_Work item_
The lines below are to be quoted exactly, from the first through the one that contains "- Up to frame 4".

_Records for this task_
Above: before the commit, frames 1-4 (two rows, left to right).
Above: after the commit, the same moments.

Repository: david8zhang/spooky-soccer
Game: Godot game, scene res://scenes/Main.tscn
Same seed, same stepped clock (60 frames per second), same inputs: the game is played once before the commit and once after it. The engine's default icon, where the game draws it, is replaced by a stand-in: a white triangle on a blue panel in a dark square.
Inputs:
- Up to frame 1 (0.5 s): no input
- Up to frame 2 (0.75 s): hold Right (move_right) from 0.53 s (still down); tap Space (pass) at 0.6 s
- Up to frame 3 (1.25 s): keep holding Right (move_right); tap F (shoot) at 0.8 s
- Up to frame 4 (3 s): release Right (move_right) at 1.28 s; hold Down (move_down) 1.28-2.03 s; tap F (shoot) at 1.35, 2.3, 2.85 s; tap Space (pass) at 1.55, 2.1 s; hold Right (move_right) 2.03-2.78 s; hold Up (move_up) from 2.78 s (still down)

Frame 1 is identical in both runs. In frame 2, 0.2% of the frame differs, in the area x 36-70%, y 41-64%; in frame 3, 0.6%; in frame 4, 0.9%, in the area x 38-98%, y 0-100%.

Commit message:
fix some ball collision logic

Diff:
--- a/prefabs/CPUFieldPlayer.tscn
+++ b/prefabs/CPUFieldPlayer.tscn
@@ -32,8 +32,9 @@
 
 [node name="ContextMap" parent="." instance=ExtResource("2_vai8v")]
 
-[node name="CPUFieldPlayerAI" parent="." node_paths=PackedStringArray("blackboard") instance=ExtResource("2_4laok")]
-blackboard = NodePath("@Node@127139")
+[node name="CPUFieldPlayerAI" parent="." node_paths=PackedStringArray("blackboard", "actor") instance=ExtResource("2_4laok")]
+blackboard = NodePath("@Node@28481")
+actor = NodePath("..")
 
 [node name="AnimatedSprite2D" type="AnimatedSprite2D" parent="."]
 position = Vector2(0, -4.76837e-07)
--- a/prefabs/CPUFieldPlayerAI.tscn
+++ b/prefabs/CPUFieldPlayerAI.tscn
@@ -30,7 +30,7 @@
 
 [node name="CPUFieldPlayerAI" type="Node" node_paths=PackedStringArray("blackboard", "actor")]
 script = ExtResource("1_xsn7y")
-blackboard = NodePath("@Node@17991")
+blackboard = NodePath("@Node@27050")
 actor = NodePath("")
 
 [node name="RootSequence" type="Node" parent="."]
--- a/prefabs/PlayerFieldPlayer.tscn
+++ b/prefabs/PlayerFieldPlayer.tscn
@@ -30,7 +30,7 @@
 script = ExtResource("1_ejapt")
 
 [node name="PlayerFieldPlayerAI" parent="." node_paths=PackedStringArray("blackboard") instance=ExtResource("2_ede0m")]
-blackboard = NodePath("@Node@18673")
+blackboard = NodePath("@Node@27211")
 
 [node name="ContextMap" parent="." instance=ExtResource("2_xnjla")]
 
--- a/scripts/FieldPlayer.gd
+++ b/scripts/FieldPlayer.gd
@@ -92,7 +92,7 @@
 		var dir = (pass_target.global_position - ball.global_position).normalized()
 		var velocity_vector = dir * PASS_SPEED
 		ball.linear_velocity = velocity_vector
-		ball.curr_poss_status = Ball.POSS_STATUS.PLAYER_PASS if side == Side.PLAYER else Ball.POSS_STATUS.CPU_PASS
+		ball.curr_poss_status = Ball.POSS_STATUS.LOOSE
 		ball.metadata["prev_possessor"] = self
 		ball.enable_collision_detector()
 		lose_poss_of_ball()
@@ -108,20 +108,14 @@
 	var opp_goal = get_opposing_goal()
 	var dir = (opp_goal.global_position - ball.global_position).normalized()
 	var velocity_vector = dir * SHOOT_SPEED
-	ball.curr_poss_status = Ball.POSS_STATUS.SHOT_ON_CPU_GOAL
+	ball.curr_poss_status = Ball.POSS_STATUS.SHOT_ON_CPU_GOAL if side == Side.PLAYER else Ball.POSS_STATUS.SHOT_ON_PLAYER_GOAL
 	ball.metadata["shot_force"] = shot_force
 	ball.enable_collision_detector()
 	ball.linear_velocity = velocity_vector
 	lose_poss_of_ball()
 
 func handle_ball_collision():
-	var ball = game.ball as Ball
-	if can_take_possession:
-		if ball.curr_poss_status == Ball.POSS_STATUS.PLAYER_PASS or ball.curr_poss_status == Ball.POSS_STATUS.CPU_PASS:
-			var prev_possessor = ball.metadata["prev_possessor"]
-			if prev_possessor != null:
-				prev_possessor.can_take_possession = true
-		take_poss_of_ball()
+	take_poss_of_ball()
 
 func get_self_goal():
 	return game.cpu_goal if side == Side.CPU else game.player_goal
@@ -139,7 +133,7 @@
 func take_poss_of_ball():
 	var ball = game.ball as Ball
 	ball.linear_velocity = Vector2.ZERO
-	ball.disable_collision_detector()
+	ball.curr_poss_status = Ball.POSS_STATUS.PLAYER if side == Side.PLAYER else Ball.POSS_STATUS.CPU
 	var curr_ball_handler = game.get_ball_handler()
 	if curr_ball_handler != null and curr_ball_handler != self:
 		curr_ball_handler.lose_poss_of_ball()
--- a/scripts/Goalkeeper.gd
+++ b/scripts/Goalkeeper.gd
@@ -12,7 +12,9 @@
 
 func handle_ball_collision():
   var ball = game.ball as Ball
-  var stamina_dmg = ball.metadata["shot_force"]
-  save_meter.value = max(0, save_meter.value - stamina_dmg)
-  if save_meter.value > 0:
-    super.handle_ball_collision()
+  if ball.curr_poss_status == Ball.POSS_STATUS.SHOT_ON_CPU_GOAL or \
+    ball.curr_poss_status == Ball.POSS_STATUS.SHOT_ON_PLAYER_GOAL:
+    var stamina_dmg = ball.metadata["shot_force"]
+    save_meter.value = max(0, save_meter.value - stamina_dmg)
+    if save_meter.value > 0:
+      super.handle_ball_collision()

_Exercise answer_
Above: before the commit, frames 1-4 (two rows, left to right).
Above: after the commit, the same moments.

Repository: david8zhang/spooky-soccer
Game: Godot game, scene res://scenes/Main.tscn
Same seed, same stepped clock (60 frames per second), same inputs: the game is played once before the commit and once after it. The engine's default icon, where the game draws it, is replaced by a stand-in: a white triangle on a blue panel in a dark square.
Inputs:
- Up to frame 1 (0.5 s): no input
- Up to frame 2 (0.75 s): hold Right (move_right) from 0.53 s (still down); tap Space (pass) at 0.6 s
- Up to frame 3 (1.25 s): keep holding Right (move_right); tap F (shoot) at 0.8 s
- Up to frame 4 (3 s): release Right (move_right) at 1.28 s; hold Down (move_down) 1.28-2.03 s; tap F (shoot) at 1.35, 2.3, 2.85 s; tap Space (pass) at 1.55, 2.1 s; hold Right (move_right) 2.03-2.78 s; hold Up (move_up) from 2.78 s (still down)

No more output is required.